Etienne Faure  tête en bas
En 11 ans et 6 recueils dont le dernier vient de paraître aux éditions Gallimard sous le titre Tête en bas, Etienne Faure a produit une œuvre poétique dont la cohérence -formelle et thématique- impressionne.
Ce qui saisit en effet c'est la rigueur du dispositif mis en œuvre pour donner son architecture au recueil, et construire, fabriquer, chaque poème. On y reviendra.
Ce souci pourtant ne doit pas donner à penser qu'Etienne Faure n'est qu'un formaliste pur et simple. Le titre programmatique, qui propose une sorte de cahier des charges, signale d'emblée qu'il y a dans le recueil plus et autre chose que de simples performances rhétoriques.
Tête en bas, donc, comment l'entendre? Comme un angle ou un point de vue singulier sur le monde (à l'envers), et en même temps comme l'image d'une disposition existentielle presque saturée par la pensée de la mort que les champs lexicaux et sémantiques (pour employer d'anciennes nomenclatures) soulignent dans la plupart des poèmes.
Le sol, la terre seront donc le seul horizon (Horizon du sol, rappelons-le est le titre d'un recueil paru en 2011 chez Champ-Vallon), et jamais le regard ne s'égare vers d'improbables empyrées; le ciel, ici, on y monte au bordel dans les années vingt (le ciel en hâte).

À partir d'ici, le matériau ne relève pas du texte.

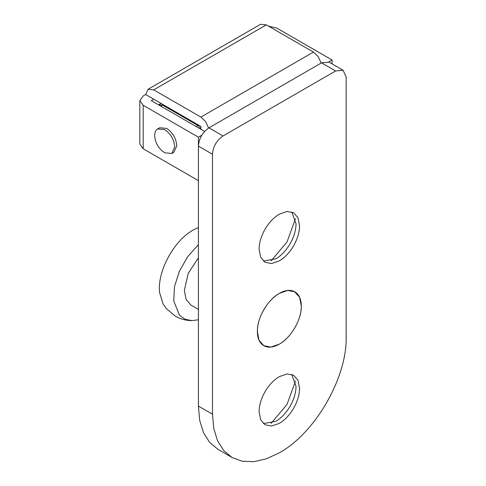 <?xml version="1.0" encoding="UTF-8"?>
<svg xmlns="http://www.w3.org/2000/svg" width="486" height="486" viewBox="0 0 486 486"><rect width="100%" height="100%" fill="white"/><g stroke="black" fill="none" stroke-linecap="round" stroke-linejoin="round"><path stroke-width="0.73" d="M157.051 129.312L157.616 128.93L164.705 129.634C170.799 133.832 174.14 139.622 174.729 146.997L171.795 153.491L164.705 152.786L162.148 150.927C158.424 147.586 156.042 143.461 155.01 138.565L154.682 135.418C154.706 132.623 155.496 130.582 157.051 129.312M157.616 128.93L159.663 127.745L166.753 128.45C172.846 132.654 176.187 138.437 176.782 145.812L173.842 152.306L171.795 153.491M296.114 325.462C291.661 333.876 286.066 340.103 279.329 344.149L270.915 347.071L263.783 345.686L259.014 340.2L257.343 331.452C257.039 318.063 267.579 299.801 279.329 293.368C285.142 290.099 290.191 289.51 294.461 291.606L299.637 297.317L301.314 306.065C301.259 312.273 299.522 318.737 296.114 325.462M294.461 291.606C298.926 294.079 301.211 298.902 301.314 306.065C301.618 319.454 291.078 337.715 279.329 344.149C273.509 347.417 268.466 348.006 264.19 345.911L263.77 345.68M198.416 309.388L191.041 305.129L186.083 299.425L184.346 290.324L188.185 273.46L198.416 257.829M198.416 319.776L191.891 320.639C186.004 320.572 180.482 319.077 175.318 316.155L166.4 308.665L163.108 304.023L159.657 292.827C156.82 272.221 173.678 240.625 193.136 230.072L198.416 227.509M191.891 320.639L185.045 319.247L179.528 315.323L173.727 300.949L174.468 286.776L179.304 271.401L187.632 256.736L198.416 244.622M208.597 128.061L205.663 121.646L200.876 117.077L153.74 89.861L148.017 89.29L145.648 94.533L143.188 95.955L139.834 100.626L143.188 105.298L143.188 148.759L139.834 144.087L139.834 100.626M200.876 117.077L313.452 52.081L318.233 56.649L321.167 63.065M148.017 89.29L260.587 24.3L266.31 24.865L153.74 89.861M328.718 61.953L332.096 60.003L276.862 28.115L268.588 26.183M332.096 60.003L332.096 63.891M201.793 135.23L198.416 137.18L198.416 180.646L143.188 148.759M200.876 129.264L200.876 126.421L153.74 99.205L151.274 100.626L204.63 131.427M313.452 52.081L266.31 24.865M153.74 99.205L145.648 94.533M198.416 137.18L143.188 105.298M279.329 260.873C284.814 257.616 289.541 252.653 293.501 245.989C297.45 239.094 299.467 232.375 299.552 225.838L298.015 217.789L293.629 212.74L287.068 211.471L279.329 214.162C273.843 217.418 269.116 222.375 265.149 229.04C261.201 235.941 259.184 242.66 259.099 249.197L260.642 257.246L265.022 262.288L271.589 263.564L279.329 260.873M291.764 211.914L296.035 223.809C295.95 230.346 293.933 237.065 289.984 243.96C286.017 250.624 281.297 255.587 275.811 258.844L263.376 261.085M271.091 260.921L287.019 241.961L295.476 218.682M279.329 423.355C284.814 420.098 289.541 415.141 293.501 408.477C297.45 401.576 299.467 394.857 299.552 388.32L298.015 380.271L293.629 375.228L287.068 373.953L279.329 376.644C273.843 379.9 269.116 384.863 265.149 391.528C261.201 398.423 259.184 405.142 259.099 411.678L260.642 419.728L265.022 424.776L271.589 426.046L279.329 423.355M291.764 374.396L296.035 386.291C295.95 392.828 293.933 399.547 289.984 406.442C286.017 413.106 281.297 418.069 275.811 421.326L263.376 423.573M271.091 423.403L287.019 404.443L295.476 381.164M264.19 345.911C259.724 343.438 257.44 338.614 257.343 331.452C257.398 325.243 259.129 318.78 262.537 312.055C266.99 303.641 272.585 297.414 279.329 293.368L287.742 290.446L294.874 291.831M335.613 70.968L223.044 135.965C216.628 140.387 213.111 146.48 212.485 154.244L212.485 414.218L213.773 428.531L217.576 440.814L223.754 450.595L232.065 457.49L242.192 461.238L253.747 461.7L266.285 458.851L279.329 452.806C315.043 433.251 347.089 377.75 346.166 337.041L346.166 77.061L343.073 70.233L335.613 70.968L321.544 62.846L208.968 127.842C202.559 132.265 199.041 138.358 198.416 146.116L198.416 406.096L199.697 420.408L203.506 432.692L209.679 442.467L217.995 449.368L232.065 457.49M343.073 70.233L329.004 62.105L321.544 62.846M200.876 128.45L197.711 125.4L198.416 124.993M196.18 126.548L197.711 125.4L162.537 105.091L161 106.24M158.594 104.848L162.537 105.091L163.235 104.684M208.968 127.842L223.044 135.965M198.416 406.096L212.485 414.218M198.416 146.116L212.485 154.244M158.8 104.721L161.054 103.427"/></g></svg>
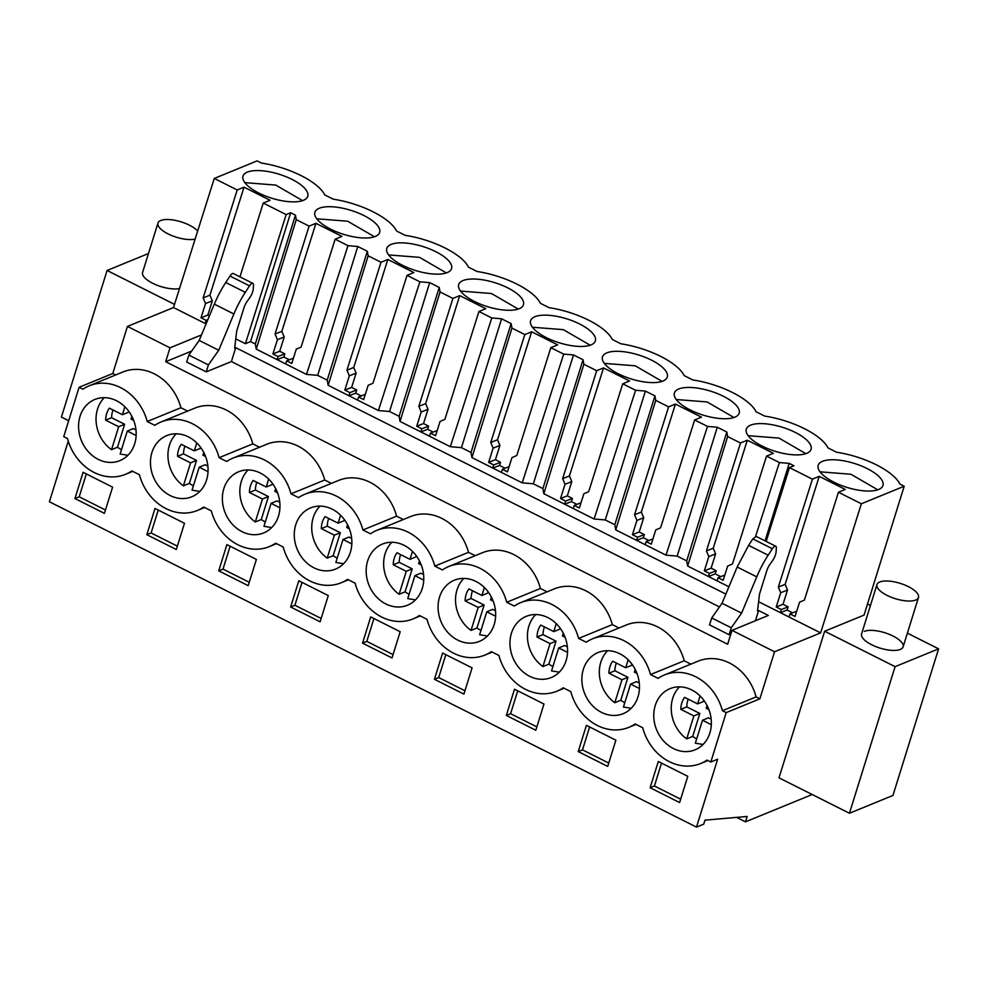 <?xml version="1.0" encoding="UTF-8"?>
<svg xmlns="http://www.w3.org/2000/svg" width="988" height="988" viewBox="0 0 988 988"><rect width="100%" height="100%" fill="white"/><g stroke="black" fill="none" stroke-linecap="round" stroke-linejoin="round"><path stroke-width="1.48" d="M812.185 794.525L745.483 821.843L747.163 816.459L704.987 820.164L703.74 824.14L696.491 827.104L49.4 501.768L68.271 441.179M696.491 827.104L717.646 759.204L710.817 762.007L707.038 760.093A47.844 40.57 67.7 0 1 700.702 763.502A47.844 40.57 67.7 0 1 669.345 761.674A47.844 40.57 67.7 0 1 642.706 727.761L635.136 723.945A47.844 40.57 67.7 0 1 628.8 727.353A47.844 40.57 67.7 0 1 597.444 725.525A47.844 40.57 67.7 0 1 570.805 691.612L563.234 687.796A47.844 40.57 67.7 0 1 556.899 691.205A47.844 40.57 67.7 0 1 525.542 689.377A47.844 40.57 67.7 0 1 498.915 655.464L491.332 651.648A47.844 40.57 67.7 0 1 484.997 655.056A47.844 40.57 67.7 0 1 453.64 653.229A47.844 40.57 67.7 0 1 427.014 619.315L419.431 615.499A47.844 40.57 67.7 0 1 413.095 618.908A47.844 40.57 67.7 0 1 381.751 617.08A47.844 40.57 67.7 0 1 355.112 583.167L347.541 579.351A47.844 40.57 67.7 0 1 341.193 582.759A47.844 40.57 67.7 0 1 309.849 580.932A47.844 40.57 67.7 0 1 283.21 547.019L275.64 543.202A47.844 40.57 67.7 0 1 269.304 546.611A47.844 40.57 67.7 0 1 237.947 544.783A47.844 40.57 67.7 0 1 211.309 510.87L203.738 507.054A47.844 40.57 67.7 0 1 197.402 510.463A47.844 40.57 67.7 0 1 166.046 508.635A47.844 40.57 67.7 0 1 139.407 474.722L131.836 470.918A47.844 40.57 67.7 0 1 125.501 474.314A47.844 40.57 67.7 0 1 94.144 472.486A47.844 40.57 67.7 0 1 67.517 438.573L63.726 436.671L79.102 387.284L112.793 373.489L127.452 326.423L173.518 307.552L206.072 323.916M824.647 631.233L778.989 777.828L849.445 813.26L895.103 666.653L824.647 631.233L864.068 615.079L904.205 486.232L899.895 484.058A52.586 19.439 17.3 0 0 836.614 452.245L827.993 447.91A52.586 19.439 17.3 0 0 764.712 416.096L756.092 411.761A52.586 19.439 17.3 0 0 692.81 379.948L684.19 375.613A52.586 19.439 17.3 0 0 620.921 343.799L612.288 339.464A52.586 19.439 17.3 0 0 549.019 307.651L540.399 303.316A52.586 19.439 17.3 0 0 477.118 271.502L468.497 267.168A52.586 19.439 17.3 0 0 405.216 235.354L396.596 231.019A52.586 19.439 17.3 0 0 333.314 199.206L324.694 194.871A52.586 19.439 17.3 0 0 261.425 163.057L257.102 160.896L214.273 178.445L173.518 307.552M174.518 304.378L107.087 270.477L148.484 253.521M895.103 666.653L938.6 648.844L907.379 633.147M867.526 603.964L870.453 605.434M864.364 631.357A21.748 8.04 -162.7 0 1 889.015 634.234A21.748 8.04 -162.7 0 1 903.106 646.868A21.748 8.04 -162.7 0 1 900.315 649.437A21.748 8.04 -162.7 0 1 875.664 646.56A21.748 8.04 -162.7 0 1 861.585 633.925L876.961 584.55A21.748 8.04 17.3 0 0 876.838 585.18A21.748 8.04 17.3 0 0 896.153 598.938A21.748 8.04 17.3 0 0 918.482 597.481A21.748 8.04 17.3 0 0 918.605 596.851A21.748 8.04 17.3 0 0 899.29 583.093A21.748 8.04 17.3 0 0 876.961 584.55M179.532 288.508A21.748 8.04 -162.7 0 1 155.981 284.791A21.748 8.04 -162.7 0 1 142.457 273.083A21.748 8.04 -162.7 0 1 142.581 272.453L157.969 223.066A21.748 8.04 17.3 0 0 157.845 223.696A21.748 8.04 17.3 0 0 171.529 235.477A21.748 8.04 17.3 0 0 195.13 239.071M736.603 817.385L745.483 821.843M636.025 724.389A47.844 40.57 67.7 0 1 635.617 724.562L628.8 727.353M564.123 688.241A47.844 40.57 67.7 0 1 563.716 688.414L556.899 691.205M492.222 652.092A47.844 40.57 67.7 0 1 491.814 652.265L484.997 655.056M420.32 615.944A47.844 40.57 67.7 0 1 419.925 616.117L413.095 618.908M348.418 579.795A47.844 40.57 67.7 0 1 348.023 579.968L341.193 582.759M276.517 543.659A47.844 40.57 67.7 0 1 276.121 543.82L269.304 546.611M204.627 507.511A47.844 40.57 67.7 0 1 204.22 507.671L197.402 510.463M132.725 471.362A47.844 40.57 67.7 0 1 132.318 471.523L125.501 474.314M707.914 760.538A47.844 40.57 67.7 0 1 707.519 760.711L700.702 763.502M74.94 498.545L104.419 513.365L112.583 487.133L83.103 472.313L74.94 498.545L79.201 496.803L86.327 473.931M218.731 570.842L226.907 544.61L256.386 559.43L248.21 585.662L218.731 570.842L223.004 569.1L249.26 582.303M578.227 751.584L607.706 766.404L615.882 740.173L586.403 725.353L578.227 751.584L582.5 749.843L589.614 726.97M434.436 679.287L442.599 653.056L472.079 667.876L463.915 694.107L434.436 679.287L438.697 677.546L464.965 690.748M290.633 606.99L320.112 621.81L328.288 595.579L298.808 580.759L290.633 606.99L294.893 605.249L302.019 582.377M362.534 643.139L370.71 616.907L400.189 631.727L392.014 657.959L362.534 643.139L366.795 641.397L393.063 654.599M506.338 715.436L514.501 689.204L543.98 704.024L535.817 730.255L506.338 715.436L510.598 713.694L536.855 726.896M146.842 534.693L176.309 549.513L184.484 523.282L155.005 508.462L146.842 534.693L151.102 532.952L158.228 510.08M650.129 787.732L658.304 761.501L687.784 776.321L679.608 802.552L650.129 787.732L654.402 785.991L680.658 799.193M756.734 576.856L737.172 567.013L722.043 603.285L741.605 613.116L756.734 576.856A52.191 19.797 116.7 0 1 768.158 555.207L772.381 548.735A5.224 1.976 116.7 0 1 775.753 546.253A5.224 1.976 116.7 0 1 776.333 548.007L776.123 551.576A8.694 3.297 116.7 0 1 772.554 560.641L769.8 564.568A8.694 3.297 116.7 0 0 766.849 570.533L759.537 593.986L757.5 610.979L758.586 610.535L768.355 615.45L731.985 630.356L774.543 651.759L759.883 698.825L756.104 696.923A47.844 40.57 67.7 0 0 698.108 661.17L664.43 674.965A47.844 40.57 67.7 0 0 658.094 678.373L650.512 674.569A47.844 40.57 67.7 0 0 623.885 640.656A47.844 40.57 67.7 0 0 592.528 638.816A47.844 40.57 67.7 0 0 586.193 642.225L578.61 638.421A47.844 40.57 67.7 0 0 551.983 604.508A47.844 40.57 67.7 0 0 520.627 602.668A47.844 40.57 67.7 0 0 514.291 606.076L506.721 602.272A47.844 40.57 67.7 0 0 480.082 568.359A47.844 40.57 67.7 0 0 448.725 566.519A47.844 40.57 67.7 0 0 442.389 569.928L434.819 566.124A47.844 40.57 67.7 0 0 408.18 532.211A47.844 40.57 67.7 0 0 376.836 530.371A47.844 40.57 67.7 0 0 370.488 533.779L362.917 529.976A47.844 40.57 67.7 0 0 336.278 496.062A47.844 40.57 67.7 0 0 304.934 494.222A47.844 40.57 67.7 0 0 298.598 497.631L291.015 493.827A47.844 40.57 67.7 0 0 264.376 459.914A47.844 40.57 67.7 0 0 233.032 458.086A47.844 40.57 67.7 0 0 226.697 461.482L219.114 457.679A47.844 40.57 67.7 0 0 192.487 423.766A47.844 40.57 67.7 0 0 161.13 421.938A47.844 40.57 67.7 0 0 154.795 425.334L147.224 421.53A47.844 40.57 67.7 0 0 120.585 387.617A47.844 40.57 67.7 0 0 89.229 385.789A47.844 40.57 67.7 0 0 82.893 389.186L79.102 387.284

Les 130 poèmes du recueil sont distribués en 12 parties qui sont autant d'unités de sens, réparties en 3 ensembles soigneusement structurés, 2 blocs de 5 parties composées successivement de 6, 10, 6, 10, 6, 10, 6 poèmes, qui encadrent 2 sections de 11 poèmes chacune (5 + 6 dans Peinture I et II).
Les poèmes eux mêmes sont tous construits à quelques variations près, selon le même modèle: un quasi bloc de 16 à 20 vers (pour 86 poèmes), dont le titre sans majuscule est placé en bas de page, à l'exception des deux poèmes en miroir (ébréché) des pages 66 et 67. Voici donc des poèmes tête en bas.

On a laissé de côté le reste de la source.